Formatting Commands

Some of UNIX’s core commands serve to reformat text, and other data, into something nicer to work with. These tend to involve more computational logic of their own.


When managing & collaborating on text files, it can be useful to see what has changed! For this GNU DiffUtils provides a small suite of commands which I’ll study today.

sdiff, after initializing internationalization, registers a cleanup function to kill it’s child & remove it’s tempfile, ensures there’s openfiles for stdin, stdout, & stderr, reads $EDITOR envvar defaulting to ed, parses commandline flags largely buffer them to be handed to diff, validation additional arg count.

In simple enough cases (where postprocessing isn’t needed) it then buffers a couple extra flags & args buffer execvping diff.

Otherwise it checks whether the two inputs are files or directories, fopens the resolved relative paths, buffers some additional args, configures several signals to be ignored, forks a new process (using popen instead if fork’s broken on this UNIX) to execvp the buffered diff command in, initializes 3 “line filters”, & interprets any output lines.

To interpret diff output lines sdiff (during which it also handles signals) an initial space indicates to output the line, nonspaces parse a couple ints before preceding. ‘i’ reads a parsed number of common lines with or without (depending on commandline flag) outputting them before copying a parsed number of lines from left & skipping lines on right.

Or it prompts for user input to, via large looped switch statement, determines which output to write if any. Possibly opening $EDITOR.

diff3, after initializing i18n & ensuring there’s open stdin/stdout/stderr, parses & normalizes flags, validates 3 args are provided & extracts them, ensures the “common” file isn’t set to stdin swapping them around if necessary, constructs an index mapping & inverse mapping, validates those files exist, resets SIGCHLD signal handler, computes the diff between between the common file & the other two others parsing results, backs up the linkedlists, merges & outputs them, & cleans up.

Merging two diffs into a 3way-diff involves what resembles a mergesorting linkedlists tracking high & low watermarks, with specially handling/notation for where they overlap.

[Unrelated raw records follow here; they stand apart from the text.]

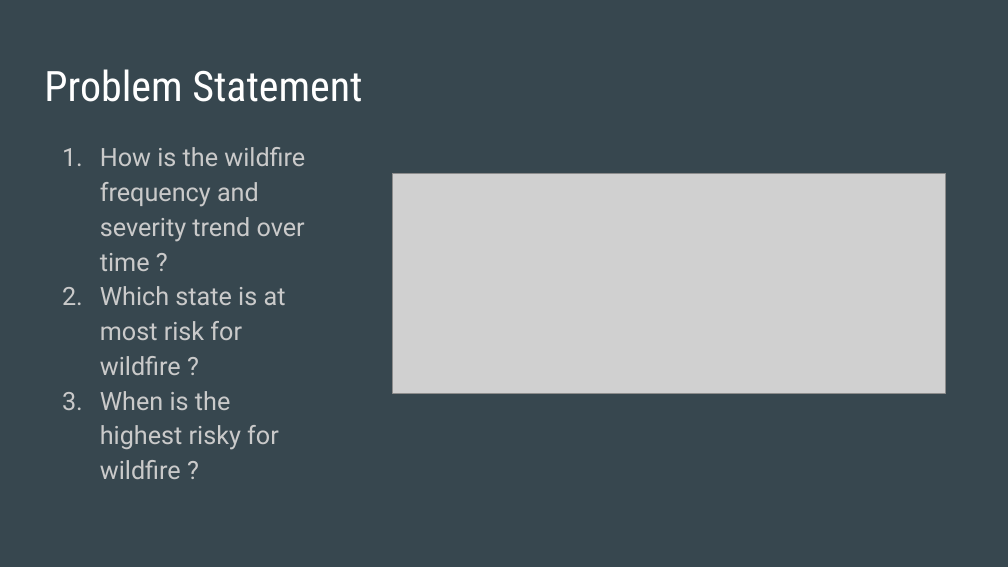
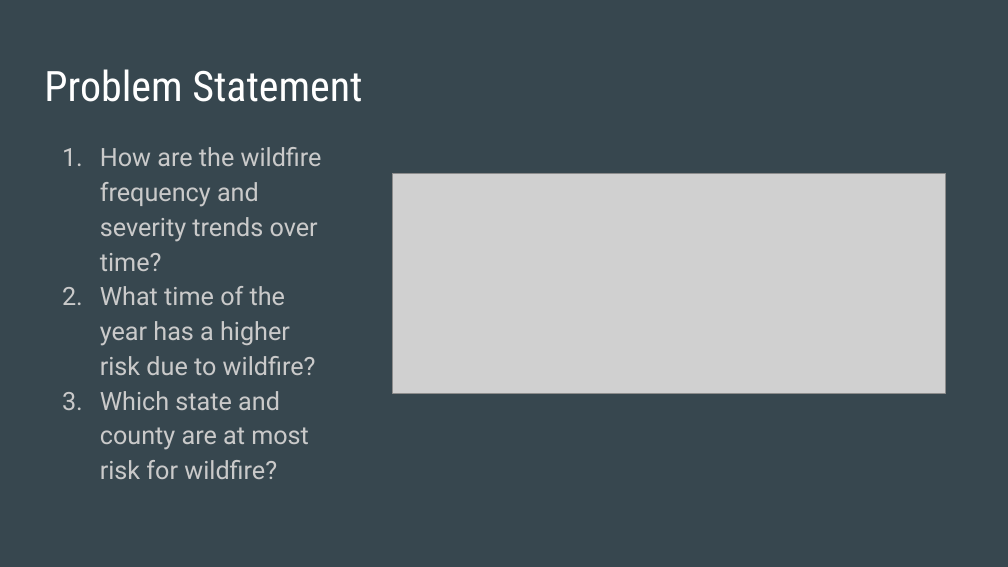
Before and after one commit to Firewatch-DTSC5301/wildfire, a slide deck: slide 3 of Firewatch_Presentation.pptx. Drawn at 1008x567 pixels with LibreOffice and Linux fonts; fonts in the diff are those of the drawing; grey boxes stand for pictures. Boxes give left, top, right and bottom in pixels: in the first picture for what was removed or moved away, otherwise in the second. Text is boxed around its words. In the diff, an @@ line names an element or a change of style, - is before the commit and + after.

Commit message:
Final version of powerpoint

```diff
--- a/Firewatch_Presentation.pptx
+++ b/Firewatch_Presentation.pptx
@@ text at (100, 147, 322, 479): text changed @@
-1. How is the wildfire frequency and severity trend over time ?
-2. Which state is at most risk for wildfire ?
-3. When is the highest risky for wildfire ?
+1. How are the wildfire frequency and severity trends over time?
+2. What time of the year has a higher risk due to wildfire?
+3. Which state and county are at most risk for wildfire?
```
Also in this commit, not shown: 6 other slides changed, 4 slides added, 2 slides removed.
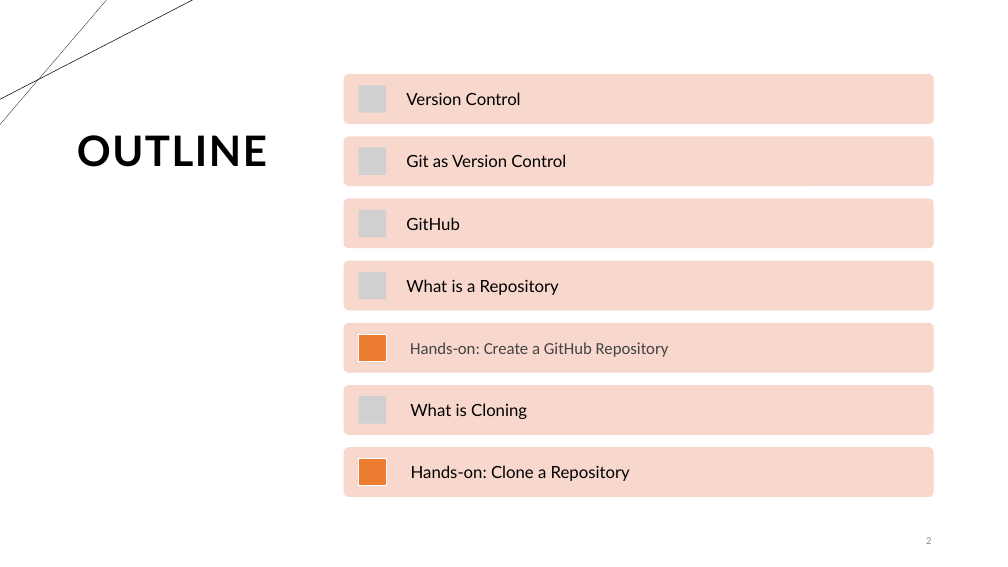
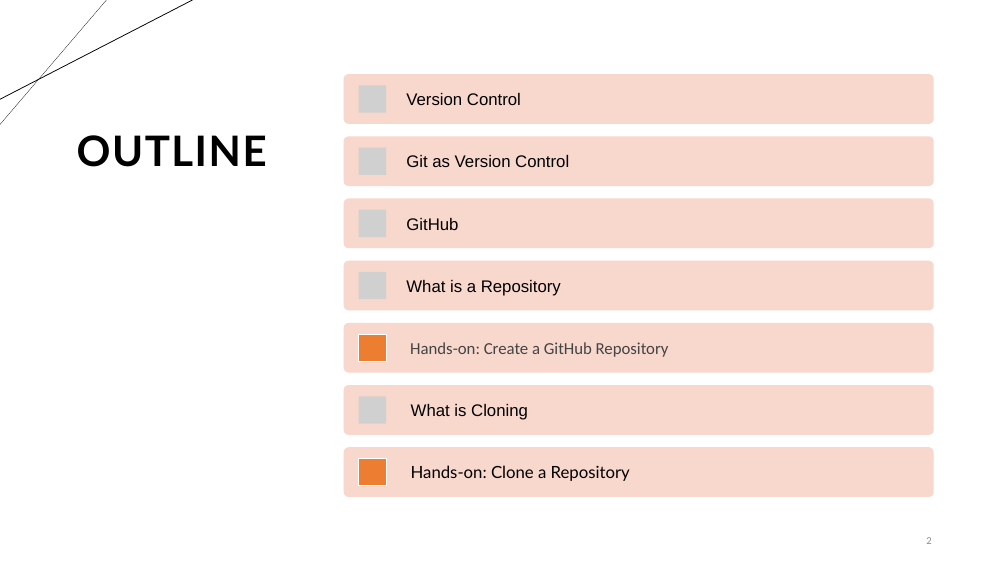
Before and after one commit to cassandra-hui/GitHub-Workshop, a slide deck: slide 2 of Day_1.pptx. Drawn at 1008x567 pixels with LibreOffice and Linux fonts; fonts in the diff are those of the drawing; grey boxes stand for pictures. Boxes give left, top, right and bottom in pixels: in the first picture for what was removed or moved away, otherwise in the second. Text is boxed around its words. In the diff, an @@ line names an element or a change of style, - is before the commit and + after.

```diff
--- a/Day_1.pptx
+++ b/Day_1.pptx
@@ line (193, 0) - (0, 99): stroke #000000 0.5 pt to #000000 0.75 pt @@
@@ font Lato to Arial in 5 elements at box(406, 93, 521, 105), box(406, 155, 569, 167), box(406, 218, 458, 230), box(406, 280, 561, 296), box(411, 404, 528, 420) @@
```
Also in this commit, not shown: 20 other slides changed, 1 other file.

There’s 3 different output syntaxes: ed, “merge”, & default. These iterate over, possibly in reverse, & serialize the parsed & merged diff.

diff, after initialization internationalization & regexes + exclude lists whilst ensuring there’s open files at stdin/stdout/stderr, parses & normalizes extensive commandline flags partially into that regexp & excludelist, decides which files to compare to which other files (3 codepaths) whilst calling the core logic to do so, outputs any buffered messages, checks whether stdout errored, & exits.

That core logic involves handling edgecases introduced by directory traversal, [l]stating the files handling same filename & stdin specially, flags files which aren’t present zeroing out their stat info appropriately, performs various additional validation possibling handing off to the directory diffing logic, otherwise opens the two files to apply the text diffing algorithm to it, & cleans up with appropriate output.

Diffing a directory involves reading & sorting all it’s filenames (some excluded) into an array, skips over entries until a “starting file”, & essentially mergesorts the two files together calling a callback (which in diff command’s case recurses over the filesystem) for all matches before cleaning up.

To handle text or binary files diff opens both files detecting whether they’re binary & reading+hashing all their lines after skipping common prefix. If either’s binary (fastpaths for unequal lengths or stdin) it computes a lowest-common-multiple for buffersize & memcmps a bufferful at a time outputting whether they differ.

For text files diff initializes numerous fields, compares in detail (revisit this bit next toot?) the first unequal line, finds the next pair of equal lines, builds a “script” reverse or not by recording how many lines have changed in this region, repeatedly checks whether all altered lines are configured to be ignored via regexp, maybe emits a brief report or outputs detailed in a wide choice of syntax before cleaning up. These syntaxes will lazily generate line comparisons.

Generating a line comparison (where it’s actually done) involves skipping over common prefixes & suffixes, checking if it’s a trivial case of insertion or deletion, breadth-first bidirectional searches the conceptual editspace graph (hueristically shortcircuit opon expensive traversals) to locate a decent chunk of equal lines to divide the input around in this divide-and-conquere algorithm, recurses into one subproblem & iterates over to the next.

I think this algorithm’s called “Patience” after the solitaire card game.

And finally to compare files byte-by-byte cmp, after initializing internationalization & ensuring there’s open stdin/stdout/stderr, parses commandline flags, validates there exists at most two additional commandline args retrieving the first couple, opens & fstats them if not stdin, validates they’re different files, checks if stdout’s /dev/null & thus we can avoid work, if communicating entirely via exitcode emit failure upon unequal lengthed files, allocates a buffer of lowest-common-multiple size, & before cleaning up & after lseeking or reading to an initial start offset repeatedly reads bufferfuls in to memcmp` them fallingback to an explicit more-precise yet less optimal loop, possibly counts newlines, & emits a choice of output syntax describing the differing byte. If one file ends before the other that is described in the output too.